Please note: This course will be taught in hybrid mode. Hybrid delivery of courses will include synchronous live sessions during which on campus and online students will be taught simultaneously.

Marco Steenbergen has been a professor of political methodology at the University of Zurich since 2011. Prior to that, he held appointments at the University of Bern, the University of North Carolina at Chapel Hill, and Carnegie Melon University. Marco’s research covers methodology, as well as political psychology. He has published several books and articles in these areas. His current research focuses on electoral consideration sets, cleavages and identities, and new forms of political participation.

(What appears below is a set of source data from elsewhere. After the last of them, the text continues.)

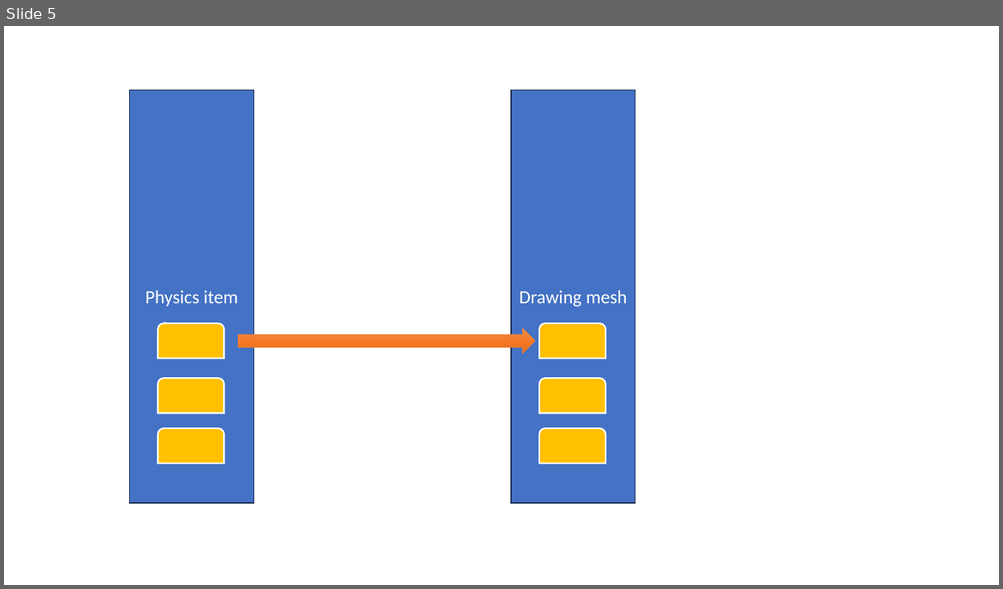
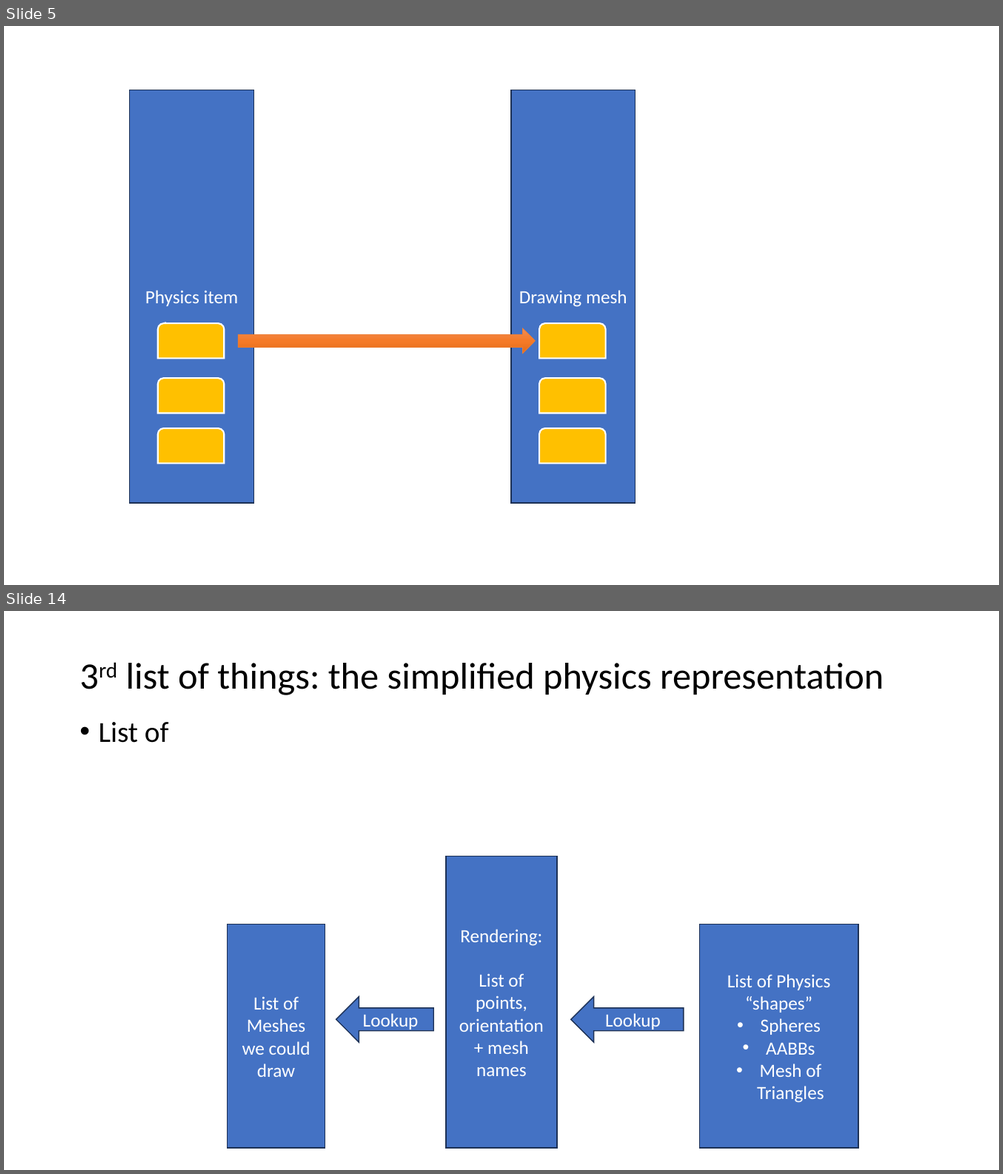
Before and after one commit to FeeneyCodes/GDP202425, a slide deck: 6019_Phys_1/D2D/W02/Collision_Detection (2024).pptx. Shown one above the other, each under a label of ours: slide 5 before the commit, slides 5 and 14 after it; the slides between them are not shown. The pictures are 1003x589 and 1003x1174 pixels, drawn with LibreOffice and Linux fonts; fonts in the diff are those of the drawing. Boxes give left, top, right and bottom in pixels: in the first picture for what was removed or moved away, otherwise in the second. Text is boxed around its words. In the diff, an @@ line names an element or a change of style, - is before the commit and + after.

```diff
--- a/6019_Phys_1/D2D/W02/Collision_Detection (2024).pptx
+++ b/6019_Phys_1/D2D/W02/Collision_Detection (2024).pptx
@@ slide 14 added at <box>4,611,999,1170</box>, background #FFFFFF @@
@@ title added at <box>126,663,883,695</box>, 36 pt, text #000000 @@
+3rd list of things: the simplified physics representation
@@ text added at <box>99,722,169,743</box>, 28 pt, text #000000 @@
+• List of
@@ rectangle added at <box>446,857,557,1149</box>, fill #4472C4, outline #1E3256 1 pt, 18 pt, text #FFFFFF @@
+Rendering:
+List of points, orientation + mesh names
@@ rectangle added at <box>227,924,325,1148</box>, fill #4472C4, outline #1E3256 1 pt, 18 pt, text #FFFFFF @@
+List of Meshes we could draw
@@ rectangle added at <box>700,924,858,1148</box>, fill #4472C4, outline #1E3256 1 pt, 18 pt, text #FFFFFF @@
+List of Physics “shapes”
+• Spheres
+• AABBs
+• Mesh of Triangles
@@ left arrow added at <box>336,997,434,1042</box>, fill #4472C4, outline #1E3256 1 pt, 18 pt, text #FFFFFF @@
+Lookup
@@ left arrow added at <box>571,997,684,1042</box>, fill #4472C4, outline #1E3256 1 pt, 18 pt, text #FFFFFF @@
+Lookup
```
Also in this commit, not shown: 2 slides changed, 3 other slides added, 1 slide removed, 42 other files.

Catarina is a doctoral candidate at the Chair for Political Methodology under Prof. Dr. Marco Steenbergen’s supervision and is working on the project “Large-Scale Political Participation: Issue Identification, Deliberation, and Co-creation”. She received a master’s degree in International Studies, with a focus on political polarization in text-as-data, from ISCTE (Portugal) in 2022. She has an engineering background with a bachelor’s and master’s degree in Biomedical Engineering from IST (Portugal) and the University of Twente (Netherlands). In addition to her studies, she worked as a Data Scientist in the industry and as an assistant professor of data mining, machine learning, and deep learning at ISEG University (Portugal). Her main interests are in the areas of political representation, deliberative democracy, and computational social science.

Course Content

Images and text are among the most common data materials in the social and behavioural sciences, Over the past two decades, our ability to learn patterns in these types of data has grown by leaps and bounds thanks to advances in deep learning. Deep learning methods engage layers of hidden nodes to extract data representations. They play a crucial role in natural language processing, image processing, and the analysis of video. As such, they are quickly becoming an indispensable tool in the social and behavioural sciences for the classification of texts, images, and videos.

In this course, you will get hands on experience in programming deep learning algorithms in Python. After learning the basics of Python and deep learning, we will build our own classifiers and use state-of-the-art pre-trained models. A focus will be given to convolutional neural networks for images and transformers and embeddings for natural language processing. After describing the logic and architecture of the algorithms, you will have a chance to gain hands-on experience programming them using Python under the supervision of expert programmers.

Course Objectives

    1. To learn the basic principles of Python programming.
    2. To learn the foundations of deep learning, including activation functions, network topologies, computational graphs, and optimization.
    3. To learn the most common deep learning algorithms for text analysis.
    4. To learn the most common deep learning algorithms for vision.
    5. To lay a solid foundation in deep learning that allows you to keep up in a rapidly changing field.

Course Prerequisites

Prior knowledge of Python is not required; the course will teach the basic essential skills. However, prior familiarity with analyzing data (preferably using R) is a must. Additionally, having had prior exposure to machine learning and its validation strategies is highly recommended.

Required textbook

Chollet, François. 2021. Deep Learning with Python. Shelter Island, NY: Manning Publications. 2nd edition. ISBN: 978-1-61729-686-4. (This booked will be provided by ESS.)


This course will be taught using Python. We will be working in the cloud using the Google Colab. In that way, there is less risk of over-burdening your own computer.

Background knowledge required:


Calculus – Elementary

Linear Regression – Elementary


OLS – Elementary

Maximum Likelihood – Elementary


Python  – Elementary

R – Moderate






This course will be taught using Python. We will be working in the cloud using the Google Colab. In that way, there is less risk of over-burdening your own computer.



10.00-10.45          Theory: Introduction to deep learning.

10.45-13 .00          Practice: Setting up Google Colab; basic Python skills.

13.00.-14.00         Lunch.

14.00-16.00          Practice: Advanced Python skills.

16.00-17.45          Practice: Data wrangling with Python.


10.00-13.00          Theory: Multi-layer perceptrons (MLPs); tensors; computational graphs.

13.00-14.00          Lunch.

14.00-15.30          Theory: Optimization and backpropagation.

15.30-17.45          Practice: MLPs.


10.00-11.00          Theory: Visual data.

11.00:13.00          Convolutional neural networks (CNNs) I.

13.00-14.00          Lunch.

14.00-15.00          CNNs II.

15.00-17.45          Practice: CNNs with image data, including data preparation.


10.00-11.00          Theory: Text data.

11.00-13.00          Theory: Embeddings (Glove).

13.00-14.00          Lunch.

14.00-16.00          Practice: Embeddings (Glove).

16.00-17.45          Theory: Transformers I.


10.00-11.30          Theory: Transformers II.

11.30-13.00          Practice: Transformers I.

13.00-14.00          Lunch.

14.00-16.00          Practice: Transformers II.

16.00-17.45          Recent developments.